Холодок внезапного восторга пронзил спину:
– Конечно, так… Жизнь, смерть, Бог… А самая-то отгадка не в словах. У апостола Павла, к Коринфянам, прямо сказано: «Бог не в слове, а в силе…» Вот она, силища… И – Россия… Разве можно разгадать словом… Для нее все наши слова, все мысли, – бессмыслица.
Крупными пальцами нажал газетный сверток под мышкой: расползлась мокрая бумага. В снег выпал шерстяной носок.
Достоевский сердито поднял носок, встряхнул. Зашагал, сильно отмахивая костлявой рукой.
Подворотня торговых бань уже тускло пылала в тумане, как большой костер. Низко над панелью полз пар. В подворотне стало тепло.
За кассой торговых бань, в чуланце, сидит молодая баба, закутанная в байковый платок, громоздкая, как бы втиснутая в чуланец.
Лицо у бабы удивительно тонкое, прозрачной белизны. Красиво и строго взлетает соболиная, в росинках, бровь.
Продолговатая, не очень чистая рука выкинула на прилавок синий банный билетик, гривенник, медь.
И облила баба мгновенным прозрачным взглядом, и задрожали опущенные ресницы длительно и стыдливо, а прекрасное лицо едва приметно тронулось ухмылкой, темной, мгновенной. Достоевскому всегда кажется, что у бабы в чуланце чудовищные, бесстыдные мысли.
Раскаленные мужики, дымные, обдающие жаром и запахом мокрых веников, проходят у чуланца с жадным смехом. Те же мысли у них: тайные, чудовищные, бесстыдные…
Затяготило сердце… Мужики, банный пар, отпотевшие веники, баба в чуланце… Россия… Россия. Прекрасная, Пренепорочная, а ухмылка сигает, как темная, дьявольская молния…
Из квасной, из подвала, щекочуще и свежо пахнет квасом. Солдат с красным узелком нагнулся над ящиком с леденцами и мочеными яблоками: серая шинель разошлась, показывая синюю штанину и сапог со шпорой. Солдат выбирает длинный леденец в бумажке с бахромкой. Роются в ящике большие пальцы солдата, очень чистые, розоватые, теплые, с размытыми добела морщинками…
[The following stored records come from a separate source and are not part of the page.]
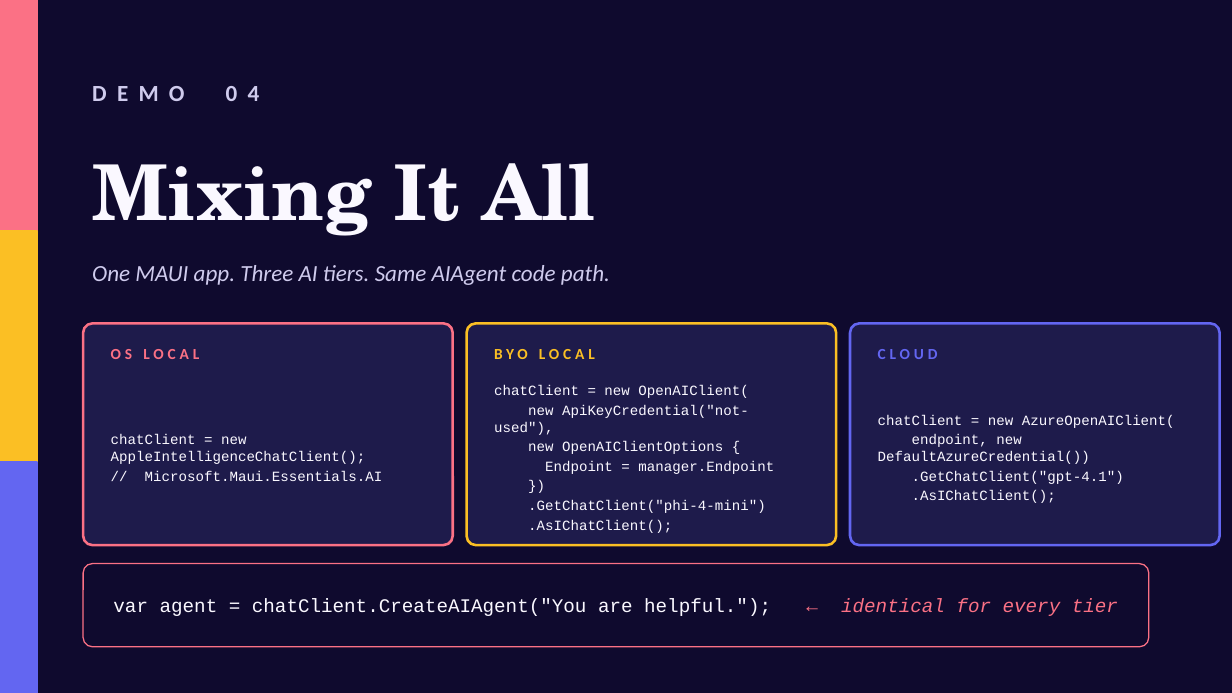
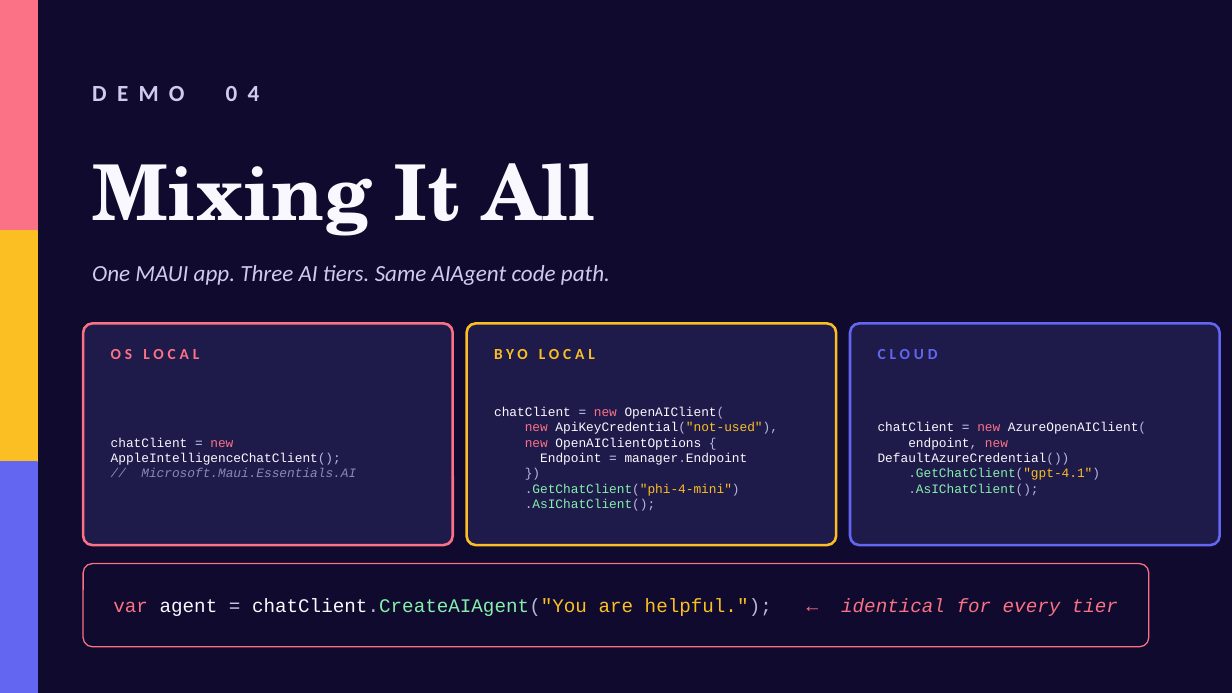
Before and after one commit to mattleibow/cptmsdug-local-cloud-agent-framework, a slide deck: slide 12 of slides/Unifying-Local-Cloud-AI.pptx (slide 11 before the commit). Drawn at 1232x693 pixels with LibreOffice and Linux fonts; fonts in the diff are those of the drawing. Boxes give left, top, right and bottom in pixels: in the first picture for what was removed or moved away, otherwise in the second. Text is boxed around its words. In the diff, an @@ line names an element or a change of style, - is before the commit and + after.

```diff
--- a/slides/Unifying-Local-Cloud-AI.pptx
+++ b/slides/Unifying-Local-Cloud-AI.pptx
@@ text "chatClient = new AppleIntelligenceChatClient();" at <box>111,437,356,477</box>: size 11 to 10 pt; text colour #FAF8FF to #CFCBED in "="; text colour #FAF8FF to #FB7185 in "new"; text colour #FAF8FF to #B8B5D9 in "AppleIntelligenceChatClient();"; text colour #FAF8FF to #8B88B5, italic on in "// Microsoft.Maui.Essentials.AI"; less space between paragraphs @@
@@ text "chatClient = new OpenAIClient(" at <box>494,407,778,511</box>: size 11 to 10 pt; text colour #FAF8FF to #CFCBED in "=", "="; text colour #FAF8FF to #FB7185 in "new", "new", "new"; text colour #FAF8FF to #B8B5D9 in "OpenAIClient(", "ApiKeyCredential("not-used"),", "{", "manager.Endpoint" and 3 more places; text colour #FAF8FF to #FBBF24 in "ApiKeyCredential("not-used"),", ".GetChatClient("phi-4-mini")"; text colour #FAF8FF to #86EFAC in ".GetChatClient("phi-4-mini")", ".AsIChatClient();"; less space between paragraphs @@
@@ text "chatClient = new AzureOpenAIClient(" at <box>878,422,1146,496</box>: size 11 to 10 pt; text colour #FAF8FF to #CFCBED in "="; text colour #FAF8FF to #FB7185 in "new", "new"; text colour #FAF8FF to #B8B5D9 in "AzureOpenAIClient(", "endpoint, DefaultAzureCredential())", ".GetChatClient("gpt-4.1")", ".AsIChatClient();"; text colour #FAF8FF to #86EFAC in ".GetChatClient("gpt-4.1")", ".AsIChatClient();"; text colour #FAF8FF to #FBBF24 in ".GetChatClient("gpt-4.1")"; less space between paragraphs @@
@@ text "var agent = chatClient.CreateAIAgent("You are ..." at <box>113,599,1118,616</box>: text colour #FAF8FF to #FB7185 in "var"; text colour #FAF8FF to #CFCBED in "="; text colour #FAF8FF to #B8B5D9 in "chatClient.CreateAIAgent("You helpful.");"; text colour #FAF8FF to #86EFAC in "chatClient.CreateAIAgent("You"; text colour #FAF8FF to #FBBF24 in "chatClient.CreateAIAgent("You are helpful.");" @@
```
Also in this commit, not shown: 10 other slides changed, 1 slide added, 3 other files.

Штабели темных бревен на банном дворе. В снегу шумят, дымятся черные ручьи. Пар валит от пылающих окон. Слышен на дворе невнятный гогот, мокрые перекаты голосов, стук шаек.
Дворянская чистая половина наверху. Достоевский на площадке постоял: у него от табаку сердцебиение.
– Силища-то она силища, а только…
Усмехнулся и обозлился на себя за усмешку. Он не любит сомнительной усмешки своей, он чувствует ее в углу дрожащего рта. От усмешки всегда что-то теснит в нем, темнит.
Толкнул ладонью дверь в темный проходец. Там горит ночник. Толкнул другую, обитую войлоком. Окунулось лицо во влажную теплоту.
На чистой половине тихо, бело и пахнет мятой. Там плетеные дорожки и белые диваны с высокими спинками.
На подзеркальнике – две щетки для волос, куда воткнуты роговые гребенки, у одной обломаны тонкие зубы, она похожа на челюсть. А поцарапанное широкое и тусклое зеркало в золотой раме, матовой от пара, точно бы тинистый, непроточный пруд.
Против зеркала, в углу, у стойки старосты, железная круглая печь. От нее на потертом половичке ходит красноватый полукруг.
Банщик, толкнувши двери, позовет негромко:
– Староста…
И мальчик Вася, черноволосый, бледный, в белой косоворотке, в опорках на босу ногу, неслышно накинет на блестящую, мокрую спину барина простыню, мягко прихлопнет, барин пофыркает, а простыня темными пятнами прильнет к спине и бокам.
Порхает крошечный огонь лампадки над стойкой. По крутым, точно бы железным, завиткам бороды, по трем морщинкам на коричневом лбу, где белое пятнышко-мазок, Достоевский признал образ Николин. На прошлой неделе сказал старосте строго:
– Никола Милостивый у вас?
Староста, оправляя оловянные ушки очков, медленно и красиво повернул седую голову к образу:
– Нет, Феодор Студит Преподобный.
Старосту тоже зовут Федор Михайлович. И подымает он в Достоевском далекое, застенчивое чувство: точно бы тезка, дальний родственник его, непризнанный или потерянный навсегда.
В белой косоворотке, красиво перехваченной на запястьях, мягкий и тихий, в ясных очках, похож староста на седого музыканта или профессора. Расчесаны на косой ряд его серебристо-чистые волосы, а руки полные, очень белые и очень покойные.
Черноволосый Вася читает у печки газету. Развернут красный от жара лист на коленях. Вася шепчет странно:
– К-у, ку, п-о, по р-о, ро, рос-купорос.
И озирается в страхе на старосту: Вася по складам разбирает объявление: «купорос оптом», «продажа-покупка», «табаки Шапшала», но эти слова слагаются у него в такие необычайные и в такие значительные слова, что Достоевскому понятны его пугливые озирания…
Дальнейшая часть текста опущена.